Chemokines superinduce IFN-I production by enhancing clathrin-mediated DNA uptake in pDCs. (A–F) Purified pDCs were cultured with fluorescent CpG-AF488 (0.25 μM) with or without CXCL4 (10 μg/ml), and fluorescence was quantified by flow cytometry.

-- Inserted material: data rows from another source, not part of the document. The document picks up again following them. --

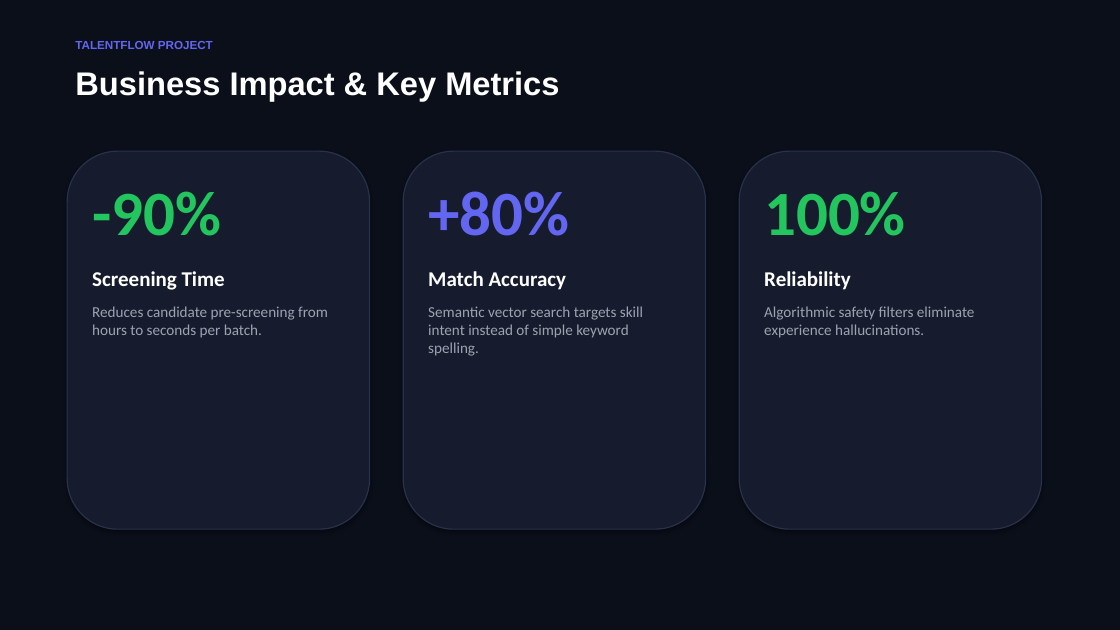
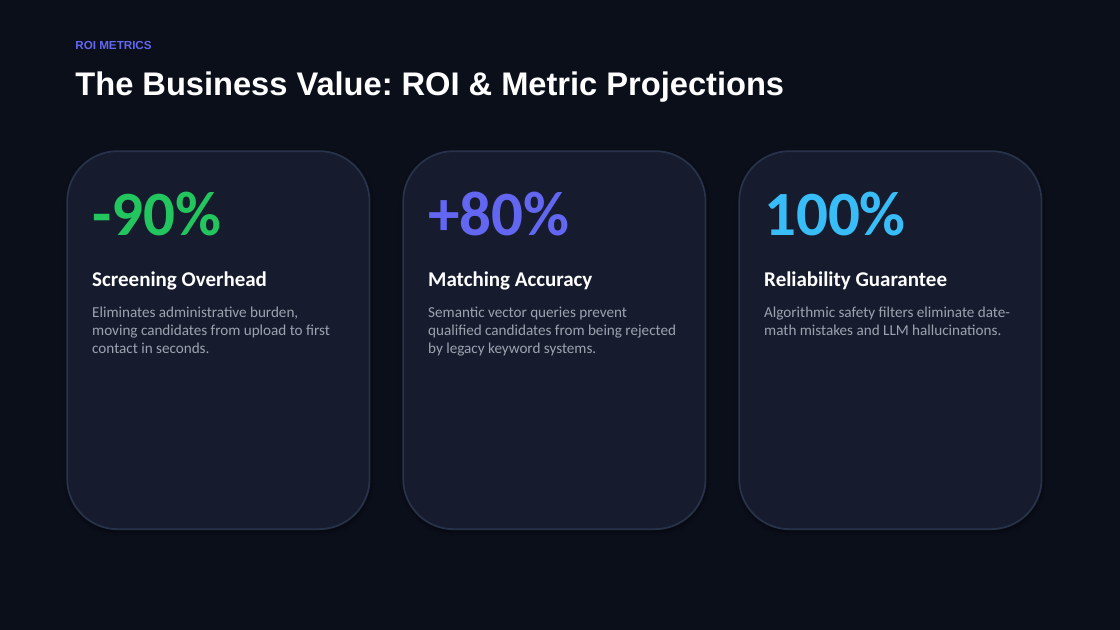
Before and after one commit to sricharan5865/AI-resume-gmail-outlook, a slide deck: slide 15 of TalentFlow_Presentation.pptx (slide 6 before the commit). Drawn at 1120x630 pixels with LibreOffice and Linux fonts; fonts in the diff are those of the drawing. Boxes give left, top, right and bottom in pixels: in the first picture for what was removed or moved away, otherwise in the second. Text is boxed around its words. In the diff, an @@ line names an element or a change of style, - is before the commit and + after.

Commit message:
Fix UI candidate focus hijack bug and update presentation pitch deck

```diff
--- a/TalentFlow_Presentation.pptx
+++ b/TalentFlow_Presentation.pptx
@@ text at (75,41,151,49): text changed @@
-TALENTFLOW PROJECT
+ROI METRICS
@@ text at (75,71,784,101): text changed @@
-Business Impact & Key Metrics
+The Business Value: ROI & Metric Projections
@@ outline #28324B 1 pt to #28324B 1.5 pt in 3 elements at (67,151,370,529), (403,151,706,529), (739,151,1042,529) @@
@@ text at (764,191,906,236): text colour #22C55E to #38BDF8 in "100%" @@
@@ text at (92,271,330,353): text changed @@
-Screening Time
-Reduces candidate pre-screening from hours to seconds per batch.
+Screening Overhead
+Eliminates administrative burden, moving candidates from upload to first contact in seconds.
@@ text at (428,271,676,356): text changed @@
-Match Accuracy
-Semantic vector search targets skill intent instead of simple keyword spelling.
+Matching Accuracy
+Semantic vector queries prevent qualified candidates from being rejected by legacy keyword systems.
@@ text at (764,271,1010,335): text changed @@
-Reliability
-Algorithmic safety filters eliminate experience hallucinations.
+Reliability Guarantee
+Algorithmic safety filters eliminate date-math mistakes and LLM hallucinations.
```
Also in this commit, not shown: 2 other slides changed, 13 slides added, 4 slides removed, 54 other files.

Representative histogram (A) and mean fluorescence intensity (MFI; B) of CpG-AF488 uptake at 15 and 60 min are shown (n = 6). Representative histogram (C) and MFI (D) of CpG-AF488 uptake at 4°C and 37°C are shown (n = 5). (E–H) pDCs from HDs were cultured with medium only or either CpG-AF488 or nonfluorescent CpG, alone or with MβCD, CPZ, or Dyn. (E and F) Fluorescence was quantified by flow cytometry; representative histogram (E) and MFI (normalized to CpG-AF488 + CXCL4; F) are shown (n = 4–7). (G and H) Normalized gene expression level of IFN-α (G) and IL-6 (H) quantified by Q-PCR (n = 5). Unstim, unstimulated. (I and J) pDCs from HDs (n = 4) were incubated with medium only or CpG, alone or with CPZ. Normalized gene expression level of IFN-α (I) and IL-6 (J) quantified by Q-PCR. All results are represented as means ± SEM. Statistical significance was evaluated using Mann–Whitney U test, and only comparisons that are significant are shown. *, P < 0.05; **, P < 0.01; ***, P < 0.001.